Task types#

Task types include:

  • PythonFunctionTask: This Python class represents the standard default task. It is the type that is created when you use the @task decorator.

  • ContainerTask: This Python class represents a raw container. It allows you to install any image you like, giving you complete control of the task.

  • Map tasks: The map task functionality enables you to run multiple copies of the same task across multiple containers in parallel.

  • Specialized plugin tasks: These include both specialized classes and specialized configurations of the PythonFunctionTask. They implement integrations with third-party systems.

PythonFunctionTask#

This is the task type that is created when you add the @task decorator to a Python function. It represents a Python function that will be run within a single container.

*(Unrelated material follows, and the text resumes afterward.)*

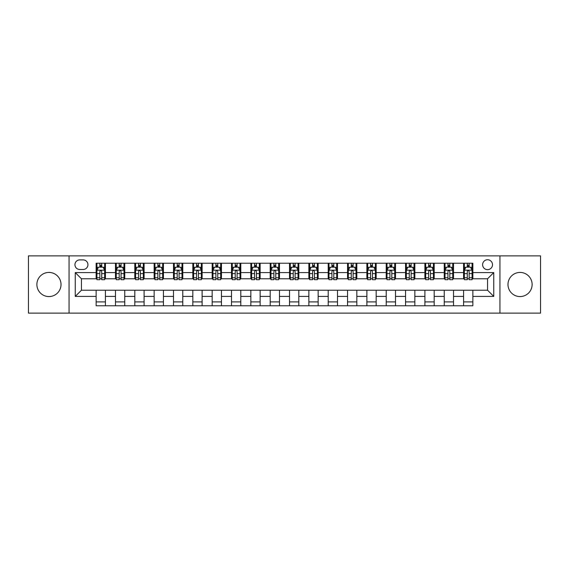 <?xml version="1.0" encoding="UTF-8"?>
<svg xmlns="http://www.w3.org/2000/svg" width="569" height="569" viewBox="0 0 569 569"><rect width="100%" height="100%" fill="white"/><g stroke="black" fill="none" stroke-linecap="round" stroke-linejoin="round"><path stroke-width="0.85" d="M520.052 272.43A12.07 12.07 0 0 0 507.982 284.5A12.07 12.07 0 0 0 520.052 296.57A12.07 12.07 0 0 0 532.122 284.5A12.07 12.07 0 0 0 520.052 272.43M48.948 272.43A12.07 12.07 0 0 0 36.878 284.5A12.07 12.07 0 0 0 48.948 296.57A12.07 12.07 0 0 0 61.018 284.5A12.07 12.07 0 0 0 48.948 272.43M487.562 259.749A4.95 4.95 0 0 0 482.612 264.699A4.95 4.95 0 0 0 487.562 269.649A4.95 4.95 0 0 0 492.512 264.699A4.95 4.95 0 0 0 487.562 259.749M499.938 313.121L540.55 313.121L540.55 255.879L499.938 255.879L499.938 313.121L69.062 313.121L69.062 255.879L28.45 255.879L28.45 313.121L69.062 313.121M79.738 269.493L83.138 269.493A4.794 4.794 0 0 0 87.939 264.699A4.794 4.794 0 0 0 83.138 259.898L79.738 259.898A4.794 4.794 0 0 0 74.944 264.699A4.794 4.794 0 0 0 79.738 269.493M499.938 255.879L69.062 255.879M96.14 296.413L75.25 296.413L75.25 272.587L96.14 272.587L96.14 278.774L81.438 278.774L81.438 290.226L96.14 290.226L96.14 305.773L472.86 305.773L472.86 290.226L487.562 290.226L487.562 278.774L472.86 278.774L472.86 272.587L493.75 272.587L493.75 296.413L472.86 296.413M472.86 272.587L472.86 263.227L96.14 263.227L96.14 272.587M463.579 263.227L463.579 278.774L464.354 278.774M467.291 278.774L469.148 278.774M472.092 278.774L472.86 278.774M463.579 278.774L452.753 278.774M444.24 263.227L444.24 278.774L445.015 278.774M447.952 278.774L449.809 278.774M444.24 278.774L433.414 278.774M424.901 263.227L424.901 278.774L425.676 278.774M428.613 278.774L430.47 278.774M424.901 278.774L414.076 278.774M405.562 263.227L405.562 278.774L406.337 278.774M409.275 278.774L411.131 278.774M405.562 278.774L394.73 278.774M386.223 263.227L386.223 278.774L386.998 278.774M389.936 278.774L391.792 278.774M386.223 278.774L375.391 278.774M366.884 263.227L366.884 278.774L367.659 278.774M370.597 278.774L372.453 278.774M366.884 278.774L356.052 278.774M347.545 263.227L347.545 278.774L348.32 278.774M351.258 278.774L353.114 278.774M347.545 278.774L336.713 278.774M328.206 263.227L328.206 278.774L328.982 278.774M331.919 278.774L333.775 278.774M328.206 278.774L317.374 278.774M308.867 263.227L308.867 278.774L309.643 278.774M312.58 278.774L314.437 278.774M308.867 278.774L298.035 278.774M289.529 263.227L289.529 278.774L290.304 278.774M293.241 278.774L295.098 278.774M289.529 278.774L278.696 278.774M270.19 263.227L270.19 278.774L270.965 278.774M273.902 278.774L275.759 278.774M270.19 278.774L259.357 278.774M250.851 263.227L250.851 278.774L251.626 278.774M254.563 278.774L256.42 278.774M250.851 278.774L240.018 278.774M231.512 263.227L231.512 278.774L232.287 278.774M235.225 278.774L237.081 278.774M231.512 278.774L220.68 278.774M212.173 263.227L212.173 278.774L212.948 278.774M215.886 278.774L217.742 278.774M212.173 278.774L201.341 278.774M192.834 263.227L192.834 278.774L193.609 278.774M196.547 278.774L198.403 278.774M192.834 278.774L182.002 278.774M173.495 263.227L173.495 278.774L174.27 278.774M177.208 278.774L179.064 278.774M173.495 278.774L162.663 278.774M154.156 263.227L154.156 278.774L154.924 278.774M157.869 278.774L159.725 278.774M154.156 278.774L143.324 278.774M134.817 263.227L134.817 278.774L135.586 278.774M138.53 278.774L140.387 278.774M134.817 278.774L123.985 278.774M115.479 263.227L115.479 278.774L116.247 278.774M119.191 278.774L121.048 278.774M115.479 278.774L104.646 278.774M96.14 278.774L96.908 278.774M99.852 278.774L101.709 278.774M96.14 290.226L105.421 290.226L105.421 305.773M472.86 290.226L105.421 290.226M105.421 263.227L105.421 278.774M96.14 267.096L96.908 267.096M99.852 267.096L101.709 267.096M104.646 267.096L105.421 267.096M96.14 301.904L105.421 301.904M115.479 290.226L115.479 305.773M124.76 263.227L124.76 278.774M115.479 267.096L116.247 267.096M119.191 267.096L121.048 267.096M123.985 267.096L124.76 267.096M124.76 290.226L124.76 305.773M115.479 301.904L124.76 301.904M134.817 290.226L134.817 305.773M144.099 290.226L144.099 305.773M134.817 301.904L144.099 301.904M144.099 263.227L144.099 278.774M134.817 267.096L135.586 267.096M138.53 267.096L140.387 267.096M143.324 267.096L144.099 267.096M154.156 290.226L154.156 305.773M163.438 290.226L163.438 305.773M154.156 301.904L163.438 301.904M163.438 263.227L163.438 278.774M154.156 267.096L154.924 267.096M157.869 267.096L159.725 267.096M162.663 267.096L163.438 267.096M173.495 290.226L173.495 305.773M182.777 290.226L182.777 305.773M173.495 301.904L182.777 301.904M182.777 263.227L182.777 278.774M173.495 267.096L174.27 267.096M177.208 267.096L179.064 267.096M182.002 267.096L182.777 267.096M192.834 290.226L192.834 305.773M202.116 290.226L202.116 305.773M192.834 301.904L202.116 301.904M202.116 263.227L202.116 278.774M192.834 267.096L193.609 267.096M196.547 267.096L198.403 267.096M201.341 267.096L202.116 267.096M212.173 290.226L212.173 305.773M221.455 290.226L221.455 305.773M212.173 301.904L221.455 301.904M221.455 263.227L221.455 278.774M212.173 267.096L212.948 267.096M215.886 267.096L217.742 267.096M220.68 267.096L221.455 267.096M231.512 290.226L231.512 305.773M240.794 290.226L240.794 305.773M231.512 301.904L240.794 301.904M240.794 263.227L240.794 278.774M231.512 267.096L232.287 267.096M235.225 267.096L237.081 267.096M240.018 267.096L240.794 267.096M250.851 290.226L250.851 305.773M260.133 290.226L260.133 305.773M250.851 301.904L260.133 301.904M260.133 263.227L260.133 278.774M250.851 267.096L251.626 267.096M254.563 267.096L256.42 267.096M259.357 267.096L260.133 267.096M270.19 290.226L270.19 305.773M279.471 290.226L279.471 305.773M270.19 301.904L279.471 301.904M279.471 263.227L279.471 278.774M270.19 267.096L270.965 267.096M273.902 267.096L275.759 267.096M278.696 267.096L279.471 267.096M289.529 290.226L289.529 305.773M298.81 290.226L298.81 305.773M289.529 301.904L298.81 301.904M298.81 263.227L298.81 278.774M289.529 267.096L290.304 267.096M293.241 267.096L295.098 267.096M298.035 267.096L298.81 267.096M308.867 290.226L308.867 305.773M318.149 290.226L318.149 305.773M308.867 301.904L318.149 301.904M318.149 263.227L318.149 278.774M308.867 267.096L309.643 267.096M312.58 267.096L314.437 267.096M317.374 267.096L318.149 267.096M328.206 290.226L328.206 305.773M337.488 290.226L337.488 305.773M328.206 301.904L337.488 301.904M337.488 263.227L337.488 278.774M328.206 267.096L328.982 267.096M331.919 267.096L333.775 267.096M336.713 267.096L337.488 267.096M347.545 290.226L347.545 305.773M356.827 290.226L356.827 305.773M347.545 301.904L356.827 301.904M356.827 263.227L356.827 278.774M347.545 267.096L348.32 267.096M351.258 267.096L353.114 267.096M356.052 267.096L356.827 267.096M366.884 290.226L366.884 305.773M376.166 290.226L376.166 305.773M366.884 301.904L376.166 301.904M376.166 263.227L376.166 278.774M366.884 267.096L367.659 267.096M370.597 267.096L372.453 267.096M375.391 267.096L376.166 267.096M386.223 290.226L386.223 305.773M395.505 290.226L395.505 305.773M386.223 301.904L395.505 301.904M395.505 263.227L395.505 278.774M386.223 267.096L386.998 267.096M389.936 267.096L391.792 267.096M394.73 267.096L395.505 267.096M405.562 290.226L405.562 305.773M414.844 290.226L414.844 305.773M405.562 301.904L414.844 301.904M414.844 263.227L414.844 278.774M405.562 267.096L406.337 267.096M409.275 267.096L411.131 267.096M414.076 267.096L414.844 267.096M424.901 290.226L424.901 305.773M434.183 290.226L434.183 305.773M424.901 301.904L434.183 301.904M434.183 263.227L434.183 278.774M424.901 267.096L425.676 267.096M428.613 267.096L430.47 267.096M433.414 267.096L434.183 267.096M444.24 290.226L444.24 305.773M453.521 290.226L453.521 305.773M444.24 301.904L453.521 301.904M453.521 263.227L453.521 278.774M444.24 267.096L445.015 267.096M447.952 267.096L449.809 267.096M452.753 267.096L453.521 267.096M463.579 290.226L463.579 305.773M463.579 301.904L472.86 301.904M463.579 267.096L464.354 267.096M467.291 267.096L469.148 267.096M472.092 267.096L472.86 267.096M81.438 278.774L75.25 272.587M81.438 290.226L75.25 296.413M493.75 272.587L487.562 278.774M493.75 296.413L487.562 290.226M101.709 265.239L99.852 265.239M104.646 277.764L101.709 277.764L101.709 279.706L104.646 279.706L104.646 270.268L103.096 267.174L98.458 267.174L96.908 270.268L96.908 279.706L99.852 279.706L99.852 277.764L96.908 277.764M96.908 270.268L96.908 263.227M104.646 270.268L104.646 263.227M99.852 267.174L99.852 263.227M101.709 263.227L101.709 267.174M101.709 277.764L101.709 271.427C101.09 270.232 100.471 270.232 99.852 271.427L99.852 277.764M121.048 265.239L119.191 265.239M123.985 277.764L121.048 277.764L121.048 279.706L123.985 279.706L123.985 270.268L122.442 267.174L117.797 267.174L116.247 270.268L116.247 279.706L119.191 279.706L119.191 277.764L116.247 277.764M116.247 270.268L116.247 263.227M123.985 270.268L123.985 263.227M119.191 267.174L119.191 263.227M121.048 263.227L121.048 267.174M121.048 277.764L121.048 271.427C120.429 270.232 119.81 270.232 119.191 271.427L119.191 277.764M140.387 265.239L138.53 265.239M143.324 277.764L140.387 277.764L140.387 279.706L143.324 279.706L143.324 270.268L141.781 267.174L137.136 267.174L135.586 270.268L135.586 279.706L138.53 279.706L138.53 277.764L135.586 277.764M135.586 270.268L135.586 263.227M143.324 270.268L143.324 263.227M138.53 267.174L138.53 263.227M140.387 263.227L140.387 267.174M140.387 277.764L140.387 271.427C139.768 270.232 139.149 270.232 138.53 271.427L138.53 277.764M159.725 265.239L157.869 265.239M162.663 277.764L159.725 277.764L159.725 279.706L162.663 279.706L162.663 270.268L161.119 267.174L156.475 267.174L154.924 270.268L154.924 279.706L157.869 279.706L157.869 277.764L154.924 277.764M154.924 270.268L154.924 263.227M162.663 270.268L162.663 263.227M157.869 267.174L157.869 263.227M159.725 263.227L159.725 267.174M159.725 277.764L159.725 271.427C159.107 270.232 158.488 270.232 157.869 271.427L157.869 277.764M179.064 265.239L177.208 265.239M182.002 277.764L179.064 277.764L179.064 279.706L182.002 279.706L182.002 270.268L180.458 267.174L175.814 267.174L174.27 270.268L174.27 279.706L177.208 279.706L177.208 277.764L174.27 277.764M174.27 270.268L174.27 263.227M182.002 270.268L182.002 263.227M177.208 267.174L177.208 263.227M179.064 263.227L179.064 267.174M179.064 277.764L179.064 271.427C178.446 270.232 177.827 270.232 177.208 271.427L177.208 277.764M198.403 265.239L196.547 265.239M201.341 277.764L198.403 277.764L198.403 279.706L201.341 279.706L201.341 270.268L199.797 267.174L195.153 267.174L193.609 270.268L193.609 279.706L196.547 279.706L196.547 277.764L193.609 277.764M193.609 270.268L193.609 263.227M201.341 270.268L201.341 263.227M196.547 267.174L196.547 263.227M198.403 263.227L198.403 267.174M198.403 277.764L198.403 271.427C197.784 270.232 197.166 270.232 196.547 271.427L196.547 277.764M217.742 265.239L215.886 265.239M220.68 277.764L217.742 277.764L217.742 279.706L220.68 279.706L220.68 270.268L219.136 267.174L214.492 267.174L212.948 270.268L212.948 279.706L215.886 279.706L215.886 277.764L212.948 277.764M212.948 270.268L212.948 263.227M220.68 270.268L220.68 263.227M215.886 267.174L215.886 263.227M217.742 263.227L217.742 267.174M217.742 277.764L217.742 271.427C217.123 270.232 216.505 270.232 215.886 271.427L215.886 277.764M237.081 265.239L235.225 265.239M240.018 277.764L237.081 277.764L237.081 279.706L240.018 279.706L240.018 270.268L238.475 267.174L233.831 267.174L232.287 270.268L232.287 279.706L235.225 279.706L235.225 277.764L232.287 277.764M232.287 270.268L232.287 263.227M240.018 270.268L240.018 263.227M235.225 267.174L235.225 263.227M237.081 263.227L237.081 267.174M237.081 277.764L237.081 271.427C236.462 270.232 235.843 270.232 235.225 271.427L235.225 277.764M256.42 265.239L254.563 265.239M259.357 277.764L256.42 277.764L256.42 279.706L259.357 279.706L259.357 270.268L257.814 267.174L253.169 267.174L251.626 270.268L251.626 279.706L254.563 279.706L254.563 277.764L251.626 277.764M251.626 270.268L251.626 263.227M259.357 270.268L259.357 263.227M254.563 267.174L254.563 263.227M256.42 263.227L256.42 267.174M256.42 277.764L256.42 271.427C255.801 270.232 255.182 270.232 254.563 271.427L254.563 277.764M275.759 265.239L273.902 265.239M278.696 277.764L275.759 277.764L275.759 279.706L278.696 279.706L278.696 270.268L277.153 267.174L272.508 267.174L270.965 270.268L270.965 279.706L273.902 279.706L273.902 277.764L270.965 277.764M270.965 270.268L270.965 263.227M278.696 270.268L278.696 263.227M273.902 267.174L273.902 263.227M275.759 263.227L275.759 267.174M275.759 277.764L275.759 271.427C275.14 270.232 274.521 270.232 273.902 271.427L273.902 277.764M295.098 265.239L293.241 265.239M298.035 277.764L295.098 277.764L295.098 279.706L298.035 279.706L298.035 270.268L296.492 267.174L291.847 267.174L290.304 270.268L290.304 279.706L293.241 279.706L293.241 277.764L290.304 277.764M290.304 270.268L290.304 263.227M298.035 270.268L298.035 263.227M293.241 267.174L293.241 263.227M295.098 263.227L295.098 267.174M295.098 277.764L295.098 271.427C294.479 270.232 293.86 270.232 293.241 271.427L293.241 277.764M314.437 265.239L312.58 265.239M317.374 277.764L314.437 277.764L314.437 279.706L317.374 279.706L317.374 270.268L315.831 267.174L311.186 267.174L309.643 270.268L309.643 279.706L312.58 279.706L312.58 277.764L309.643 277.764M309.643 270.268L309.643 263.227M317.374 270.268L317.374 263.227M312.58 267.174L312.58 263.227M314.437 263.227L314.437 267.174M314.437 277.764L314.437 271.427C313.818 270.232 313.199 270.232 312.58 271.427L312.58 277.764M333.775 265.239L331.919 265.239M336.713 277.764L333.775 277.764L333.775 279.706L336.713 279.706L336.713 270.268L335.169 267.174L330.525 267.174L328.982 270.268L328.982 279.706L331.919 279.706L331.919 277.764L328.982 277.764M328.982 270.268L328.982 263.227M336.713 270.268L336.713 263.227M331.919 267.174L331.919 263.227M333.775 263.227L333.775 267.174M333.775 277.764L333.775 271.427C333.157 270.232 332.538 270.232 331.919 271.427L331.919 277.764M353.114 265.239L351.258 265.239M356.052 277.764L353.114 277.764L353.114 279.706L356.052 279.706L356.052 270.268L354.508 267.174L349.864 267.174L348.32 270.268L348.32 279.706L351.258 279.706L351.258 277.764L348.32 277.764M348.32 270.268L348.32 263.227M356.052 270.268L356.052 263.227M351.258 267.174L351.258 263.227M353.114 263.227L353.114 267.174M353.114 277.764L353.114 271.427C352.496 270.232 351.877 270.232 351.258 271.427L351.258 277.764M372.453 265.239L370.597 265.239M375.391 277.764L372.453 277.764L372.453 279.706L375.391 279.706L375.391 270.268L373.847 267.174L369.203 267.174L367.659 270.268L367.659 279.706L370.597 279.706L370.597 277.764L367.659 277.764M367.659 270.268L367.659 263.227M375.391 270.268L375.391 263.227M370.597 267.174L370.597 263.227M372.453 263.227L372.453 267.174M372.453 277.764L372.453 271.427C371.834 270.232 371.216 270.232 370.597 271.427L370.597 277.764M391.792 265.239L389.936 265.239M394.73 277.764L391.792 277.764L391.792 279.706L394.73 279.706L394.73 270.268L393.186 267.174L388.542 267.174L386.998 270.268L386.998 279.706L389.936 279.706L389.936 277.764L386.998 277.764M386.998 270.268L386.998 263.227M394.73 270.268L394.73 263.227M389.936 267.174L389.936 263.227M391.792 263.227L391.792 267.174M391.792 277.764L391.792 271.427C391.173 270.232 390.554 270.232 389.936 271.427L389.936 277.764M411.131 265.239L409.275 265.239M414.076 277.764L411.131 277.764L411.131 279.706L414.076 279.706L414.076 270.268L412.525 267.174L407.881 267.174L406.337 270.268L406.337 279.706L409.275 279.706L409.275 277.764L406.337 277.764M406.337 270.268L406.337 263.227M414.076 270.268L414.076 263.227M409.275 267.174L409.275 263.227M411.131 263.227L411.131 267.174M411.131 277.764L411.131 271.427C410.512 270.232 409.893 270.232 409.275 271.427L409.275 277.764M430.47 265.239L428.613 265.239M433.414 277.764L430.47 277.764L430.47 279.706L433.414 279.706L433.414 270.268L431.864 267.174L427.219 267.174L425.676 270.268L425.676 279.706L428.613 279.706L428.613 277.764L425.676 277.764M425.676 270.268L425.676 263.227M433.414 270.268L433.414 263.227M428.613 267.174L428.613 263.227M430.47 263.227L430.47 267.174M430.47 277.764L430.47 271.427C429.851 270.232 429.232 270.232 428.613 271.427L428.613 277.764M449.809 265.239L447.952 265.239M452.753 277.764L449.809 277.764L449.809 279.706L452.753 279.706L452.753 270.268L451.203 267.174L446.558 267.174L445.015 270.268L445.015 279.706L447.952 279.706L447.952 277.764L445.015 277.764M445.015 270.268L445.015 263.227M452.753 270.268L452.753 263.227M447.952 267.174L447.952 263.227M449.809 263.227L449.809 267.174M449.809 277.764L449.809 271.427C449.19 270.232 448.571 270.232 447.952 271.427L447.952 277.764M469.148 265.239L467.291 265.239M472.092 277.764L469.148 277.764L469.148 279.706L472.092 279.706L472.092 270.268L470.542 267.174L465.904 267.174L464.354 270.268L464.354 279.706L467.291 279.706L467.291 277.764L464.354 277.764M464.354 270.268L464.354 263.227M472.092 270.268L472.092 263.227M467.291 267.174L467.291 263.227M469.148 263.227L469.148 267.174M469.148 277.764L469.148 271.427C468.529 270.232 467.91 270.232 467.291 271.427L467.291 277.764M115.479 296.413L105.421 296.413M115.479 272.587L105.421 272.587M134.817 272.587L124.76 272.587M134.817 296.413L124.76 296.413M154.156 272.587L144.099 272.587M154.156 296.413L144.099 296.413M173.495 272.587L163.438 272.587M173.495 296.413L163.438 296.413M192.834 272.587L182.777 272.587M192.834 296.413L182.777 296.413M212.173 272.587L202.116 272.587M212.173 296.413L202.116 296.413M231.512 272.587L221.455 272.587M231.512 296.413L221.455 296.413M250.851 272.587L240.794 272.587M250.851 296.413L240.794 296.413M270.19 272.587L260.133 272.587M270.19 296.413L260.133 296.413M289.529 272.587L279.471 272.587M289.529 296.413L279.471 296.413M308.867 272.587L298.81 272.587M308.867 296.413L298.81 296.413M328.206 272.587L318.149 272.587M328.206 296.413L318.149 296.413M347.545 272.587L337.488 272.587M347.545 296.413L337.488 296.413M366.884 272.587L356.827 272.587M366.884 296.413L356.827 296.413M386.223 272.587L376.166 272.587M386.223 296.413L376.166 296.413M405.562 272.587L395.505 272.587M405.562 296.413L395.505 296.413M424.901 272.587L414.844 272.587M424.901 296.413L414.844 296.413M444.24 272.587L434.183 272.587M444.24 296.413L434.183 296.413M463.579 272.587L453.521 272.587M463.579 296.413L453.521 296.413M104.611 270.19L96.95 270.19M96.908 267.359L98.366 267.359M103.195 267.359L104.646 267.359M99.852 273.618L96.908 273.618M104.646 273.618L101.709 273.618M101.709 266.221L99.852 266.221M123.95 270.19L116.289 270.19M116.247 267.359L117.705 267.359M122.534 267.359L123.985 267.359M119.191 273.618L116.247 273.618M123.985 273.618L121.048 273.618M121.048 266.221L119.191 266.221M143.288 270.19L135.628 270.19M135.586 267.359L137.044 267.359M141.873 267.359L143.324 267.359M138.53 273.618L135.586 273.618M143.324 273.618L140.387 273.618M140.387 266.221L138.53 266.221M162.627 270.19L154.967 270.19M154.924 267.359L156.383 267.359M161.212 267.359L162.663 267.359M157.869 273.618L154.924 273.618M162.663 273.618L159.725 273.618M159.725 266.221L157.869 266.221M181.966 270.19L174.306 270.19M174.27 267.359L175.721 267.359M180.551 267.359L182.002 267.359M177.208 273.618L174.27 273.618M182.002 273.618L179.064 273.618M179.064 266.221L177.208 266.221M201.305 270.19L193.645 270.19M193.609 267.359L195.06 267.359M199.89 267.359L201.341 267.359M196.547 273.618L193.609 273.618M201.341 273.618L198.403 273.618M198.403 266.221L196.547 266.221M220.644 270.19L212.984 270.19M212.948 267.359L214.399 267.359M219.229 267.359L220.68 267.359M215.886 273.618L212.948 273.618M220.68 273.618L217.742 273.618M217.742 266.221L215.886 266.221M239.983 270.19L232.323 270.19M232.287 267.359L233.738 267.359M238.567 267.359L240.018 267.359M235.225 273.618L232.287 273.618M240.018 273.618L237.081 273.618M237.081 266.221L235.225 266.221M259.322 270.19L251.662 270.19M251.626 267.359L253.077 267.359M257.906 267.359L259.357 267.359M254.563 273.618L251.626 273.618M259.357 273.618L256.42 273.618M256.42 266.221L254.563 266.221M278.661 270.19L271 270.19M270.965 267.359L272.416 267.359M277.245 267.359L278.696 267.359M273.902 273.618L270.965 273.618M278.696 273.618L275.759 273.618M275.759 266.221L273.902 266.221M298 270.19L290.339 270.19M290.304 267.359L291.755 267.359M296.584 267.359L298.035 267.359M293.241 273.618L290.304 273.618M298.035 273.618L295.098 273.618M295.098 266.221L293.241 266.221M317.338 270.19L309.678 270.19M309.643 267.359L311.094 267.359M315.923 267.359L317.374 267.359M312.58 273.618L309.643 273.618M317.374 273.618L314.437 273.618M314.437 266.221L312.58 266.221M336.677 270.19L329.017 270.19M328.982 267.359L330.433 267.359M335.262 267.359L336.713 267.359M331.919 273.618L328.982 273.618M336.713 273.618L333.775 273.618M333.775 266.221L331.919 266.221M356.016 270.19L348.356 270.19M348.32 267.359L349.771 267.359M354.601 267.359L356.052 267.359M351.258 273.618L348.32 273.618M356.052 273.618L353.114 273.618M353.114 266.221L351.258 266.221M375.355 270.19L367.695 270.19M367.659 267.359L369.11 267.359M373.94 267.359L375.391 267.359M370.597 273.618L367.659 273.618M375.391 273.618L372.453 273.618M372.453 266.221L370.597 266.221M394.694 270.19L387.034 270.19M386.998 267.359L388.449 267.359M393.279 267.359L394.73 267.359M389.936 273.618L386.998 273.618M394.73 273.618L391.792 273.618M391.792 266.221L389.936 266.221M414.033 270.19L406.373 270.19M406.337 267.359L407.788 267.359M412.617 267.359L414.076 267.359M409.275 273.618L406.337 273.618M414.076 273.618L411.131 273.618M411.131 266.221L409.275 266.221M433.372 270.19L425.712 270.19M425.676 267.359L427.127 267.359M431.956 267.359L433.414 267.359M428.613 273.618L425.676 273.618M433.414 273.618L430.47 273.618M430.47 266.221L428.613 266.221M452.711 270.19L445.05 270.19M445.015 267.359L446.466 267.359M451.295 267.359L452.753 267.359M447.952 273.618L445.015 273.618M452.753 273.618L449.809 273.618M449.809 266.221L447.952 266.221M472.05 270.19L464.389 270.19M464.354 267.359L465.805 267.359M470.634 267.359L472.092 267.359M467.291 273.618L464.354 273.618M472.092 273.618L469.148 273.618M469.148 266.221L467.291 266.221"/></g></svg>

For example::

@task
def get_data() -> pd.DataFrame:
    """Get the wine dataset."""
    return load_wine(as_frame=True).frame

See the Python Function Task example.

This is the most common task variant and the one that, thus far, we have focused on in this documentation.

ContainerTask#

This task variant represents a raw container, with no assumptions made about what is running within it. Here is an example of declaring a ContainerTask:

greeting_task = ContainerTask(
    name="echo_and_return_greeting",
    image="alpine:latest",
    input_data_dir="/var/inputs",
    output_data_dir="/var/outputs",
    inputs=kwtypes(name=str),
    outputs=kwtypes(greeting=str),
    command=["/bin/sh", "-c", "echo 'Hello, my name is {{.inputs.name}}.' | tee -a /var/outputs/greeting"],
)

The ContainerTask enables you to include a task in your workflow that executes arbitrary code in any language, not just Python.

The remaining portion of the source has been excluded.